Quote the entries word for word. Omit the pictures.

• • • • • • •

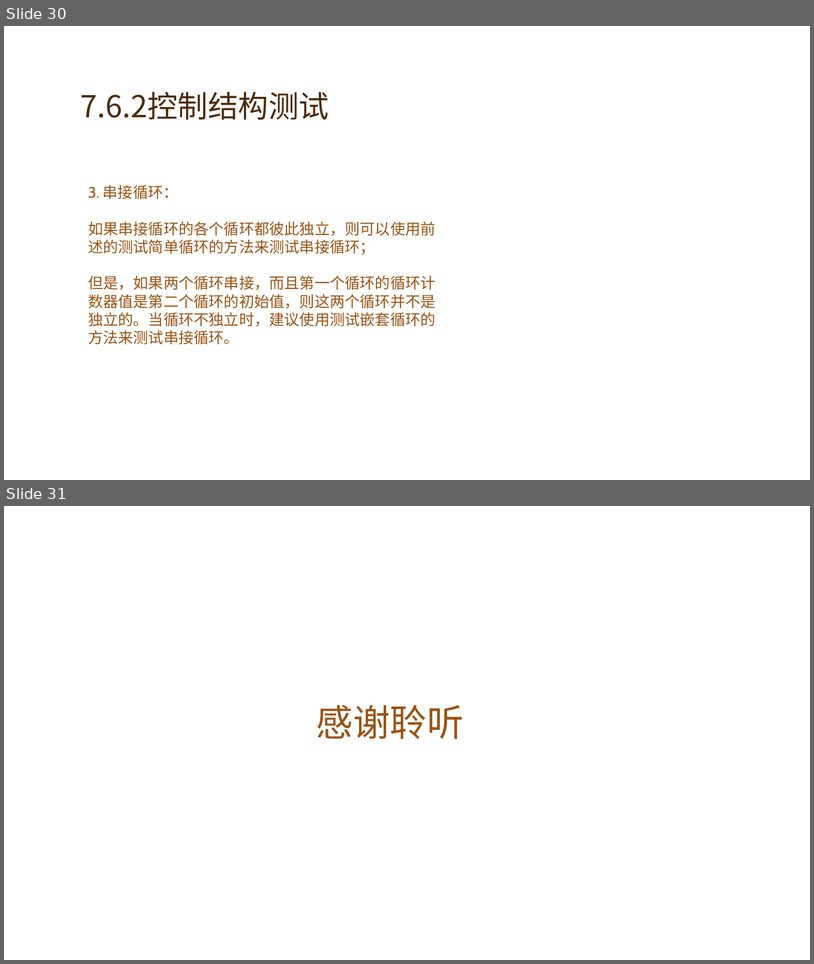
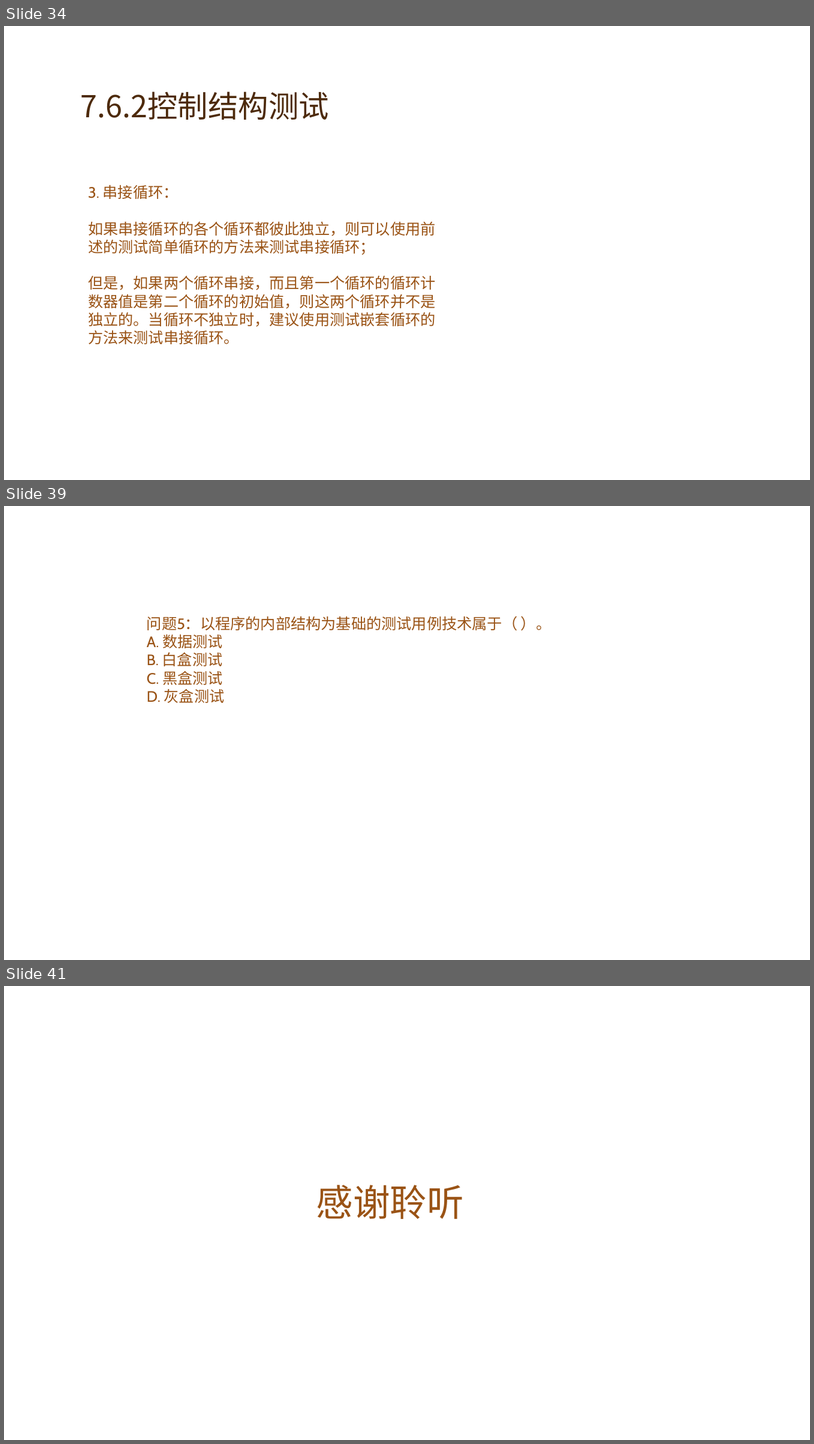
Before and after one commit to G17workfordadoudou/dadoudou, a slide deck: G17小组翻转课堂(1)(1).pptx. Shown one above the other, each under a label of ours: slides 30 and 31 before the commit, slides 34, 39 and 41 after it; the slides between them are not shown. The pictures are 814x964 and 814x1444 pixels, drawn with LibreOffice and Linux fonts; fonts in the diff are those of the drawing; background and template pictures are left out. Boxes give left, top, right and bottom in pixels: in the first picture for what was removed or moved away, otherwise in the second. Text is boxed around its words. In the diff, an @@ line names an element or a change of style, - is before the commit and + after.

```diff
--- a/G17小组翻转课堂(1)(1).pptx
+++ b/G17小组翻转课堂(1)(1).pptx
@@ slide 39 added at (4, 506, 810, 960), background picture (left out) @@
@@ text added at (147, 616, 551, 703), 18 pt, text #9A5315 @@
+问题5：以程序的内部结构为基础的测试用例技术属于（ ）。
+A. 数据测试
+B. 白盒测试
+C. 黑盒测试
+D. 灰盒测试
@@ what was slide 30 is now slide 34 @@
@@ what was slide 31 is now slide 41 @@
```
Also in this commit, not shown: 1 slide changed, 9 other slides added.

• • • • • • •

Written answer:
Before and after one commit to G17workfordadoudou/dadoudou, a slide deck: G17小组翻转课堂(1)(1).pptx. Shown one above the other, each under a label of ours: slides 30 and 31 before the commit, slides 34, 39 and 41 after it; the slides between them are not shown. The pictures are 814x964 and 814x1444 pixels, drawn with LibreOffice and Linux fonts; fonts in the diff are those of the drawing; background and template pictures are left out. Boxes give left, top, right and bottom in pixels: in the first picture for what was removed or moved away, otherwise in the second. Text is boxed around its words. In the diff, an @@ line names an element or a change of style, - is before the commit and + after.

```diff
--- a/G17小组翻转课堂(1)(1).pptx
+++ b/G17小组翻转课堂(1)(1).pptx
@@ slide 39 added at (4, 506, 810, 960), background picture (left out) @@
@@ text added at (147, 616, 551, 703), 18 pt, text #9A5315 @@
+问题5：以程序的内部结构为基础的测试用例技术属于（ ）。
+A. 数据测试
+B. 白盒测试
+C. 黑盒测试
+D. 灰盒测试
@@ what was slide 30 is now slide 34 @@
@@ what was slide 31 is now slide 41 @@
```
Also in this commit, not shown: 1 slide changed, 9 other slides added.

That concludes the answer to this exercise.